In "Int Dat Cute?," I built the story according to the Rule of
Threes (in the course of storytelling, the object or subject of
consternation should be presented to the reader on three separate
occasions before the story's climax), and enforced a fast-paced
narrative style on myself, so that it was very tightly constrained,
structured, and contained only the events which told the story--
because I knew exactly what needed to happen in it. In "Footprints,"

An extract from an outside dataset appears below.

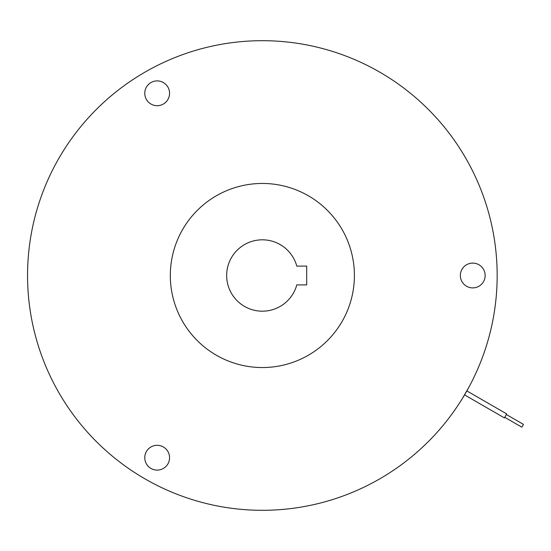 <?xml version="1.0" encoding="UTF-8"?>
<svg xmlns="http://www.w3.org/2000/svg" width="551" height="551" viewBox="0 0 551 551"><rect width="100%" height="100%" fill="white"/><g stroke="black" fill="none" stroke-linecap="round" stroke-linejoin="round"><path stroke-width="0.83" d="M506.369 414.517L523.45 424.38L522.644 425.778L521.838 427.17L504.757 417.307M466.855 390.914L506.713 413.925L504.413 417.906L464.555 394.895M468.915 387.167L462.337 398.552M465.705 392.904C461.38 400.198 461.38 400.198 465.705 392.904C469.858 385.507 469.858 385.507 465.705 392.904M27.55 275.5A234.809 234.809 0 0 0 262.359 510.309A234.809 234.809 0 0 0 497.167 275.5A234.809 234.809 0 0 0 262.359 40.691A234.809 234.809 0 0 0 27.55 275.5M146.428 451.503A12.397 12.397 0 0 1 163.365 446.964A12.397 12.397 0 0 1 167.903 463.901A12.397 12.397 0 0 1 150.967 468.44A12.397 12.397 0 0 1 146.428 451.503M167.903 87.099A12.397 12.397 0 0 1 163.365 104.036A12.397 12.397 0 0 1 146.428 99.497A12.397 12.397 0 0 1 150.967 82.56A12.397 12.397 0 0 1 167.903 87.099M472.744 287.897A12.397 12.397 0 0 1 460.347 275.5A12.397 12.397 0 0 1 472.744 263.102A12.397 12.397 0 0 1 485.142 275.5A12.397 12.397 0 0 1 472.744 287.897M354.403 275.5A92.045 92.045 0 0 1 262.359 367.545A92.045 92.045 0 0 1 170.314 275.5A92.045 92.045 0 0 1 262.359 183.455A92.045 92.045 0 0 1 354.403 275.5M306.687 266.105L296.789 266.105A35.691 35.691 0 0 0 226.668 275.5A35.691 35.691 0 0 0 296.789 284.895L306.687 284.895L306.687 266.105"/></g></svg>

I again built the story on a set of events that I knew needed to
happen in it, but chose to embellish the narrative with unrelated
details and a subtle narrative style which was a risky choice of slow,
methodical pacing built by alternating sentence structures which (I
have been told) defies speed-reading. But in "This and That," I
avoided style, mostly because I wanted to find out where the story
would go. Yes, I intentionally followed the story instead of building
it.
I also played lots of tricks that that I knew would make an editor
reject the manuscript merely because I dared to try them. One glaring
example is the long passages of inactivity in Chapter Eight. When
they tell you, "Show don't tell," they don't mean show inactivity
instead of merely reporting it! But I said, "No!" If the characters
are gong to take charge of the story and piss off the author by doing
nothing for two pages, then the two pages of inactivity need to be
there. But that was one of the most obvious tricks. The more
challenging tricks were the constant interactions with reader
expectations and assessments. I delighted in the thought that I was
writing a story which seemed to be anticipating the suspicions of an
intelligent reader, which proffered a carrot under the reader's nose
only to yank it away at the exact moment the hungry reader lunged at
it. The whammy begins in the second sentence of Chapter One, and
continues throughout. In fact, I take the effect of metafiction one
step further in the latter half of the novella by making the story
comment on the defiant nature of the narrative. Yet another
metafictional trick which was not perpetrated until the story's
publication in Mangled Doves is the publishing staff's defiant act of
deleting the content of Chapter Four. The "Note from the Publishing
Staff" which was attached to the end of the text of Chapter Four as a
narrative joke is now the only content in Chapter Four.
As I persistently wrote through to the end of the story, I began to
think about rewriting it, and had the haunting idea that this sketch-
quality piece of writing needed to be published before the novel which
contained its rewrite. Now, after four childhoods of continuing
revision, that first step has now occurred.